- The market structure for ETC was bullish at press time.
- Momentum and volume indicators turned bearish on the chart.
Ethereum Classic (ETC) retested the $25 support level and almost flipped the market structure on the higher period into a bearish one. This comes after an unfavorable US jobs report for May. Short-term momentum also appeared weak.
In a recent report, AMBCrypto noted that the $28.4-$29 area could be revisited before a rebound. Ethereum Classic fell more than expected. Ergo, Question – How are traders reacting to recent price movements?

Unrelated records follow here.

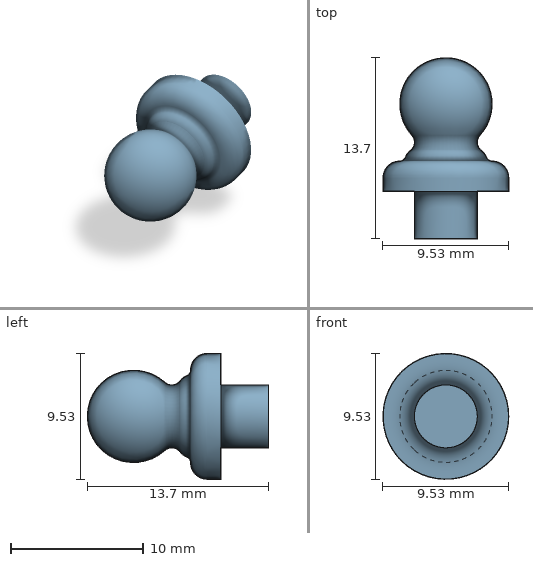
import cadquery as cq
import math


FLANGE_RADIUS = 9.53 / 2
FLANGE_RIM_HEIGHT = 1.03
FLANGE_ROUND_RADIUS = 1.27

PIN_RADIUS = FLANGE_RADIUS / 2
PIN_LENGTH = 3.60

BALL_RADIUS = 3.50
TOTAL_LENGTH = 13.72

NECK_RADIUS = PIN_RADIUS
NECK_HEIGHT = 3.72

COLLAR_TOP_HEIGHT = 3.15
COLLAR_BASE_HEIGHT = 2.57
COLLAR_BASE_RADIUS = 3.08
COLLAR_ROUND_RADIUS = FLANGE_ROUND_RADIUS


def point_at(center, radius, angle):
    """Point on a circle, with the angle in radians from the outward direction."""
    return (center[0] + radius * math.cos(angle), center[1] + radius * math.sin(angle))


def arc_middle(start, end, radius, bulge_side):
    """Middle of the short arc from start to end; bulge_side +1 is right of travel, -1 is left."""
    dx = end[0] - start[0]
    dy = end[1] - start[1]
    chord = math.hypot(dx, dy)
    sagitta = radius - math.sqrt(radius**2 - (chord / 2) ** 2)
    offset = bulge_side * sagitta / chord
    return ((start[0] + end[0]) / 2 + offset * dy, (start[1] + end[1]) / 2 - offset * dx)


def make_profile():
    """Half section on the XY plane, listed from the pin end up to the top of the ball."""
    flange_top_height = FLANGE_RIM_HEIGHT + FLANGE_ROUND_RADIUS
    round_center = (FLANGE_RADIUS - FLANGE_ROUND_RADIUS, FLANGE_RIM_HEIGHT)
    rim_top = (FLANGE_RADIUS, FLANGE_RIM_HEIGHT)
    round_middle = point_at(round_center, FLANGE_ROUND_RADIUS, math.pi / 4)
    round_end = (round_center[0], flange_top_height)

    collar_base = (COLLAR_BASE_RADIUS, COLLAR_BASE_HEIGHT)
    cove_width = round_end[0] - collar_base[0]
    cove_height = collar_base[1] - flange_top_height
    cove_radius = (cove_width**2 + cove_height**2) / (2 * cove_height)
    cove_middle = arc_middle(round_end, collar_base, cove_radius, -1)

    ball_height = TOTAL_LENGTH - PIN_LENGTH - BALL_RADIUS
    neck_drop = ball_height - NECK_HEIGHT
    hollow_radius = (NECK_RADIUS**2 + neck_drop**2 - BALL_RADIUS**2) / (2 * (BALL_RADIUS - NECK_RADIUS))
    hollow_center = (NECK_RADIUS + hollow_radius, NECK_HEIGHT)
    neck = (NECK_RADIUS, NECK_HEIGHT)

    collar_turn = math.asin((NECK_HEIGHT - COLLAR_TOP_HEIGHT) / hollow_radius)
    collar_top = point_at(hollow_center, hollow_radius, math.pi + collar_turn)
    lower_hollow_middle = point_at(hollow_center, hollow_radius, math.pi + collar_turn / 2)
    collar_middle = arc_middle(collar_base, collar_top, COLLAR_ROUND_RADIUS, 1)

    ball_turn = math.atan2(neck_drop, hollow_center[0])
    ball_center = (0, ball_height)
    ball_base = point_at(ball_center, BALL_RADIUS, -ball_turn)
    upper_hollow_middle = point_at(hollow_center, hollow_radius, math.pi - ball_turn / 2)
    ball_side = point_at(ball_center, BALL_RADIUS, 0)
    ball_top = (0, ball_height + BALL_RADIUS)

    return (
        cq.Workplane("XY")
        .moveTo(0, -PIN_LENGTH)
        .lineTo(PIN_RADIUS, -PIN_LENGTH)
        .lineTo(PIN_RADIUS, 0)
        .lineTo(FLANGE_RADIUS, 0)
        .lineTo(*rim_top)
        .threePointArc(round_middle, round_end)
        .threePointArc(cove_middle, collar_base)
        .threePointArc(collar_middle, collar_top)
        .threePointArc(lower_hollow_middle, neck)
        .threePointArc(upper_hollow_middle, ball_base)
        .threePointArc(ball_side, ball_top)
        .close()
    )


FULL_TURN = 360
result = make_profile().revolve(FULL_TURN, (0, 0, 0), (0, 1, 0))

The $29 support level did not hold.
The most recent high was set at $25.19 on May 13th. The price decline on June 7 reached $25.07, but no daily session closed below $25.19. So, although it seemed weak, the uptrend seemed to have the upper hand in the higher periods.
In the Directional Movement Index, -DI (red) exceeded 20 points. This was an early sign that the trend could turn bearish, as the ADX (yellow) would also need to rise above 20 to signal a strong downtrend in progress.
CMF is -0.09, indicating significant capital flows in the market. This selling pressure lasted for a week. The bulls will have to change direction if they are to regain hope.
Futures markets highlighted strong decline
Over the past 10 days, Ethereum Classic has risen steadily from $31 to $28.6. However, the past 24 hours have seen a surge in selling activity sparked by Bitcoin (BTC). Thus, ETC rebounded from $25.07 to $27 after falling 14.32% in a single 4-hour trading session.
Read Ethereum Classic (ETC) Price Prediction for 2024-25
Open interest also fell sharply along with the price, showing reluctance to enter positions due to bearish sentiment and volatility. Spot CVD also continued its downward trend. Volume indicators agreed that selling pressure was firm.
The bulls need to change this to re-establish the uptrend on a lower period.
Disclaimer: The information presented does not constitute financial, investment, trading, or any other type of advice and is solely the opinion of the author.